= Dave Emory =

American talk radio host

David Emory (born 1949) is an American talk radio host and conspiracy theorist, born in New York City, based in the San Francisco Bay Area. Self-described "anti-fascist researcher", he is known for his radio show which purports to uncover neo-fascism and neo-Nazism; among his more notable claims is that the Bush family was connected to the Third Reich.

==Weekly radio programs==
Dave Emory, since the 1980s, has produced, written and hosted several radio programs: The Guns of November, Miscellaneous Archive Shows, One Step Beyond and Anti-Fascist Archives (formerly Radio Free America). In 1983, Emory and "Nip Tuck" (AKA Tad Williams) created The Guns of November, a four-part four-hour-long-segments series on the Kennedy assassination for Foothill College's radio station, KFJC, in Los Altos Hills, California. Emory became co-host of KFJC's One Step Beyond which started in 1979 and was a multi-hour Sunday night phone-in show hosted by Nip Tuck focused on political topics emphasising "Nazi spies, CIA mind control experiments and mercenaries, among others." In the 2000s, Emory's For the Record series has aired every Monday on KKUP-FM, Cupertino, California, Wednesday on WFMU in Jersey City, in the early a.m. hours Thursday on KPFK in Los Angeles, Thursdays and Fridays on KFJC, and Fridays on WCBN-FM in Ann Arbor. Descriptions and summaries of For the Record programs are archived and maintained by SpitfireList.com. Audio archives are maintained by WFMU.

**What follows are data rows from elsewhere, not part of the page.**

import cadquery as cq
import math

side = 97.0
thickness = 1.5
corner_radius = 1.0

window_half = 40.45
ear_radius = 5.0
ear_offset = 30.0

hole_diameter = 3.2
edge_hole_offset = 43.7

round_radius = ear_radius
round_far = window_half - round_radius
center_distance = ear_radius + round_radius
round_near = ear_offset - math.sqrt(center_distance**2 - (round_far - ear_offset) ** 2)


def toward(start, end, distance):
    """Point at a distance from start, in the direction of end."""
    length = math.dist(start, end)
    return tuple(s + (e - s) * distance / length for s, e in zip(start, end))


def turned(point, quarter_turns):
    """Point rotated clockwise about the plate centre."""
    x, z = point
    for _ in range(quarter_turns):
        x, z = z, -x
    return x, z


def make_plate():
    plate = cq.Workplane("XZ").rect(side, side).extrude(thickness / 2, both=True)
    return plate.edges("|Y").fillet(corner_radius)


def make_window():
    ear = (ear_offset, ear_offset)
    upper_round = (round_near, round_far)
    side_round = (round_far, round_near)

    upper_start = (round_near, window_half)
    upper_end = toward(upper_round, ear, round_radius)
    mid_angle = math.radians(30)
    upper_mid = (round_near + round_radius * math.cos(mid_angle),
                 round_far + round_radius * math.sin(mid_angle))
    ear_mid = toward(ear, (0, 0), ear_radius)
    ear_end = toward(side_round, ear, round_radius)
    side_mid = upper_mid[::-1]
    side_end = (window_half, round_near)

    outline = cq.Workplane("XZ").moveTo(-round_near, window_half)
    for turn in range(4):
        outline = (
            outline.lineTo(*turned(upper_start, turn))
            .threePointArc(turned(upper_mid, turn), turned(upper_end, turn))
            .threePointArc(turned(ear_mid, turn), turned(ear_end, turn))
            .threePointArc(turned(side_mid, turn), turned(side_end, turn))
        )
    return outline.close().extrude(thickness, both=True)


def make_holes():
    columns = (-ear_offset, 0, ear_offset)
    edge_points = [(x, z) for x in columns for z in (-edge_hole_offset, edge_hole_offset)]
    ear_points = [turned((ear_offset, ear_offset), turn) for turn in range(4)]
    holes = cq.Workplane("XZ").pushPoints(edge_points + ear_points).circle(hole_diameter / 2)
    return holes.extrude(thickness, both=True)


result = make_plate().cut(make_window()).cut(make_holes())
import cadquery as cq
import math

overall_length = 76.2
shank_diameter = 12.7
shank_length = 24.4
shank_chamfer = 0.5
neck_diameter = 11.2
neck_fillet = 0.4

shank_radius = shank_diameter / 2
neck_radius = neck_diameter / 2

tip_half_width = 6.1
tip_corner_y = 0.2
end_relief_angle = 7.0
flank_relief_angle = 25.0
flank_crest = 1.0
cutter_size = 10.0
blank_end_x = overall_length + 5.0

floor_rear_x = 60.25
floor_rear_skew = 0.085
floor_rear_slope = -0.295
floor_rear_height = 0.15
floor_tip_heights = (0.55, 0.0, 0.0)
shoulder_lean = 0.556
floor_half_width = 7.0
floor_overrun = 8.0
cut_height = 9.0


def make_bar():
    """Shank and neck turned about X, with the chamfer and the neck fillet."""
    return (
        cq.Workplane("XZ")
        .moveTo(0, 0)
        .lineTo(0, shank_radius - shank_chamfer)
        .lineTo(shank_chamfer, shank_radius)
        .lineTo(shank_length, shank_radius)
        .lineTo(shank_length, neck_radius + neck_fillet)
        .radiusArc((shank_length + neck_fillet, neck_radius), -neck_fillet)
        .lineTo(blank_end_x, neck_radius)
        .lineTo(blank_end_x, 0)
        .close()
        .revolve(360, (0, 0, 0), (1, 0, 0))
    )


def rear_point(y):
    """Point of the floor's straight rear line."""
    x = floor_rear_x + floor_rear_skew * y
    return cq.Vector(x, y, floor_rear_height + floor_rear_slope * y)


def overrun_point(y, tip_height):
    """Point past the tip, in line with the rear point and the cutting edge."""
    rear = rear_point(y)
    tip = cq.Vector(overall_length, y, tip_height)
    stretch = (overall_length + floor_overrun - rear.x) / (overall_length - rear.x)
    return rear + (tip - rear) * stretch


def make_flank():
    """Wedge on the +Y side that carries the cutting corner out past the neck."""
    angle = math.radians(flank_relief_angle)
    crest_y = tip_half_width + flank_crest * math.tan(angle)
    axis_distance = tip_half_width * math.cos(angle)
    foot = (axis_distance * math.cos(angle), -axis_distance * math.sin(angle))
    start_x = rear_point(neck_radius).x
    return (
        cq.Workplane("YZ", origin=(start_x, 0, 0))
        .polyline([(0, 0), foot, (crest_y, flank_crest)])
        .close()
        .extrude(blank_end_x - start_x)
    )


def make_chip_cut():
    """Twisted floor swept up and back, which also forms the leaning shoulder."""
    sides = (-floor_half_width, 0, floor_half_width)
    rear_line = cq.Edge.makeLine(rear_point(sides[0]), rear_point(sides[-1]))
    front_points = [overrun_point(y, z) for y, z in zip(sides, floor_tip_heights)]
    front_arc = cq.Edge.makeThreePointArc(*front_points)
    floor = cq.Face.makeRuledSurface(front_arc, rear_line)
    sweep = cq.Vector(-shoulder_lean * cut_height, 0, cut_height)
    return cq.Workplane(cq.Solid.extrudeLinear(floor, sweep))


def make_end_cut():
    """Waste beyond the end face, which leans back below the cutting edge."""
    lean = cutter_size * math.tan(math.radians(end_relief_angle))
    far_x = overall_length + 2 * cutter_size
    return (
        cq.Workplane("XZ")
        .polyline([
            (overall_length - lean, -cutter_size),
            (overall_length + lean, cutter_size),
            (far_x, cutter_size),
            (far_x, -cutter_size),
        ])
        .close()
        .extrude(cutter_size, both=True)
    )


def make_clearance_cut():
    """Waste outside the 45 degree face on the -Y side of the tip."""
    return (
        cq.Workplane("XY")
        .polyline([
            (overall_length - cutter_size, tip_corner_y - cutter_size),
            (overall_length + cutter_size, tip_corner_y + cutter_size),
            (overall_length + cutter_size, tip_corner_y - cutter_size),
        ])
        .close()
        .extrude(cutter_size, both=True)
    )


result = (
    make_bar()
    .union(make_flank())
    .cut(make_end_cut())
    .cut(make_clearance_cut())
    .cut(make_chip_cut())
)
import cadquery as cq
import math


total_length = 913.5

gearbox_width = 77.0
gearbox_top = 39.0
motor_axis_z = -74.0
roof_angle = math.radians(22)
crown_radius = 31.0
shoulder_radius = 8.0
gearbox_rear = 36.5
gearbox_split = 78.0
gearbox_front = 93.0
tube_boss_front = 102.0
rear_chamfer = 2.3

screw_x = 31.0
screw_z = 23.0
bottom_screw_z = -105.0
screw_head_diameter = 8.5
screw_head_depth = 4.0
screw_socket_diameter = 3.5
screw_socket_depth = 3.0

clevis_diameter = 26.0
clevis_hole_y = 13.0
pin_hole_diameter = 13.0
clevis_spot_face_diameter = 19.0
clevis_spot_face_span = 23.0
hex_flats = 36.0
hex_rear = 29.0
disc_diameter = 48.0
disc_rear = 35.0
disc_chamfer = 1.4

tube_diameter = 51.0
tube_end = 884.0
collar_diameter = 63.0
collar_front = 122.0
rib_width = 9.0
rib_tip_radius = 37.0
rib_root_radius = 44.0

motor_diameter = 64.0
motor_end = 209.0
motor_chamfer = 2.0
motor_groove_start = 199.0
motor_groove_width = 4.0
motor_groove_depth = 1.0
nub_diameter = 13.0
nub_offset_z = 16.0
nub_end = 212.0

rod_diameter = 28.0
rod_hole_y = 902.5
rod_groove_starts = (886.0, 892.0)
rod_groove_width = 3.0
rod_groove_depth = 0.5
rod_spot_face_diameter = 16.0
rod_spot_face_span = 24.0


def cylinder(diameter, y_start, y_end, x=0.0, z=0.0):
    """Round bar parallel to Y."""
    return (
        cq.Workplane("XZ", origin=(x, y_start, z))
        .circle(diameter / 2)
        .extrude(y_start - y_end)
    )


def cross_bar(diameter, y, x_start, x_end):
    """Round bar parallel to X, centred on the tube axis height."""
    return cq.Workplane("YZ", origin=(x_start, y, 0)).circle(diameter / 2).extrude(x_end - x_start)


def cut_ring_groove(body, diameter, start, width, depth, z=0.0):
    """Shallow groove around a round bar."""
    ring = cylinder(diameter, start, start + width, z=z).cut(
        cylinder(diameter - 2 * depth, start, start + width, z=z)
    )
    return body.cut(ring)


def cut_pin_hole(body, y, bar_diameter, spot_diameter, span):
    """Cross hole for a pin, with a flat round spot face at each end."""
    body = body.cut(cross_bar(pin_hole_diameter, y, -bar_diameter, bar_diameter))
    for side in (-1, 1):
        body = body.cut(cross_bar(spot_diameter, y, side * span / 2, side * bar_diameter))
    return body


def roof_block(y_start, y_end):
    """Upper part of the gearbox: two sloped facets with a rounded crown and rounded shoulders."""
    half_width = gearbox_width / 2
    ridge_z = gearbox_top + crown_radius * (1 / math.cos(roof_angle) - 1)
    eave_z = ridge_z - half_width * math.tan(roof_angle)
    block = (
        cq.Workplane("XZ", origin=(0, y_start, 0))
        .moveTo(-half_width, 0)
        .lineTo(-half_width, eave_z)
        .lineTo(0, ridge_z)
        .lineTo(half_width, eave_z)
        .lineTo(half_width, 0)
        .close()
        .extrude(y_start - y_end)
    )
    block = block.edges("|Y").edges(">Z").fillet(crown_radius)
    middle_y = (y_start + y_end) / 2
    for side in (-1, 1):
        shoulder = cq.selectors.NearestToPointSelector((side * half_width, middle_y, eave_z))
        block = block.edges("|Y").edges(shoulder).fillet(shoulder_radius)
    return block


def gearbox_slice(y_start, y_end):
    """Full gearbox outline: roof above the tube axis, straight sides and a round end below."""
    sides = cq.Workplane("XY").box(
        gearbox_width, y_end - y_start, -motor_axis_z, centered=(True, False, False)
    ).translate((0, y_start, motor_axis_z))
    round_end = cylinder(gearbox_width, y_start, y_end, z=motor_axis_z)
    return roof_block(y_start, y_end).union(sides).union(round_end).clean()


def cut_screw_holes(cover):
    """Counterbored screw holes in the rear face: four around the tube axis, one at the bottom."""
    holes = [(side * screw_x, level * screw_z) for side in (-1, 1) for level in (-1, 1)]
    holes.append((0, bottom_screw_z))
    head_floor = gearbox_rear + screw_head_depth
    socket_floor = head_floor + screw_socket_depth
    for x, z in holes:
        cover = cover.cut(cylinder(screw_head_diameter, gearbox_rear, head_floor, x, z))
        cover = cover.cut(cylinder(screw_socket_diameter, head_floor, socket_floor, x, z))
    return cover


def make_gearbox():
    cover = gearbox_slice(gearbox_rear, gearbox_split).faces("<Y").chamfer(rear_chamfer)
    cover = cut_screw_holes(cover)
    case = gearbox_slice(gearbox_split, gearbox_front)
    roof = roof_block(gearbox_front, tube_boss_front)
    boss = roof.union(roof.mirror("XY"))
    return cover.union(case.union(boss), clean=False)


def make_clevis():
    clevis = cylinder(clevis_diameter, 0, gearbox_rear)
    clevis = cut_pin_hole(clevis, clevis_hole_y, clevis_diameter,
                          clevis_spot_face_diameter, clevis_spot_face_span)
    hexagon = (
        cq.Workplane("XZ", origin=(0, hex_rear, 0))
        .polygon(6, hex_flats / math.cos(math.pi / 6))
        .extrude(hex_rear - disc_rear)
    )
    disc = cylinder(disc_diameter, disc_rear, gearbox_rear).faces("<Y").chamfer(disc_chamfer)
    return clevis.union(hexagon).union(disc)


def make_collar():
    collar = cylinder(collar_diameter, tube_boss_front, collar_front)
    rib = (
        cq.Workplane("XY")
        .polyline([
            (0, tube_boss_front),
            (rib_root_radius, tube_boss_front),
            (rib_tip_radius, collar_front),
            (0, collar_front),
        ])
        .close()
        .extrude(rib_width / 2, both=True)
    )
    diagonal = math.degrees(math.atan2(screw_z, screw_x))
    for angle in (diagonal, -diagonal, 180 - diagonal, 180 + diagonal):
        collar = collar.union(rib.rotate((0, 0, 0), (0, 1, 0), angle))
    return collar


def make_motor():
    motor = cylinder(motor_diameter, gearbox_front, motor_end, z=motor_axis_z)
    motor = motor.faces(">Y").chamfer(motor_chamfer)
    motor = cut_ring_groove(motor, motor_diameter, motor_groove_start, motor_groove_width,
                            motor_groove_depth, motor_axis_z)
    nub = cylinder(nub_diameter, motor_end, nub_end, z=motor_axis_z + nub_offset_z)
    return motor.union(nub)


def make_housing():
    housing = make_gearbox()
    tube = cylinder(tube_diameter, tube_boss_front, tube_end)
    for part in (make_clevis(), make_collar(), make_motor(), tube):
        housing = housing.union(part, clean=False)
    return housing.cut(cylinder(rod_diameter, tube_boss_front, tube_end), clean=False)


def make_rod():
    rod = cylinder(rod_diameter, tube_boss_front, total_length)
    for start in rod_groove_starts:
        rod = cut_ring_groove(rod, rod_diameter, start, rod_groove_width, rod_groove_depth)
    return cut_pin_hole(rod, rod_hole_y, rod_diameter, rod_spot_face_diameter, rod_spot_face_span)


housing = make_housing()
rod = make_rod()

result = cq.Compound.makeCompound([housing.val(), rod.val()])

Recent programs consist of two 30-minute monologues or telephone interviews on one or more topics, including fascism, corporatism, genocide, the Cold War, Fifth column movements and international banking scandals. Recurring topics also include the Kennedy assassination and its alleged relations to the FBI, George H. W. Bush, Richard Nixon and the Watergate scandal, German-controlled industry and banking, the Muslim Brotherhood, the O. J. Simpson murder case, 9/11, the Bush family and its business connections to the Osama Bin Laden family and the Third Reich (through Senator Prescott Bush), the P-2 Lodge, disinformation, mind control and cults. Interview guests include writer Kevin Coogan, author John Loftus, author Sterling Seagrave, freelance journalist and 2004 presidential candidate John Buchanan, and investigative journalists Lucy Komisar and Robert Parry.

=="The Underground Reich"==
Emory frequently propounds the existence of an "Underground Reich" as a central feature of his broader theses. He argues this entity maintains the long-term interests of German-based multinational conglomerates, and includes heavy industry, chemicals, communications, as well as international shipping, banking and financial interests. Emory contends that the many units which make up the "Underground Reich", having survived World War II, persist and flourish as major components of the current global capital elite.

Boris Kachka of New York Magazine wrote, "According to Dave Emory’s radio programs, nearly every figure in world politics is a tendril of the 'Underground Reich', a network including Hitler's personal secretary". Kachka agrees there were obvious connections between the Nazi regime and major international companies in the time around World War II, "but Emory’s present-day analysis is a little more paranoid, even for the age of WikiLeaks".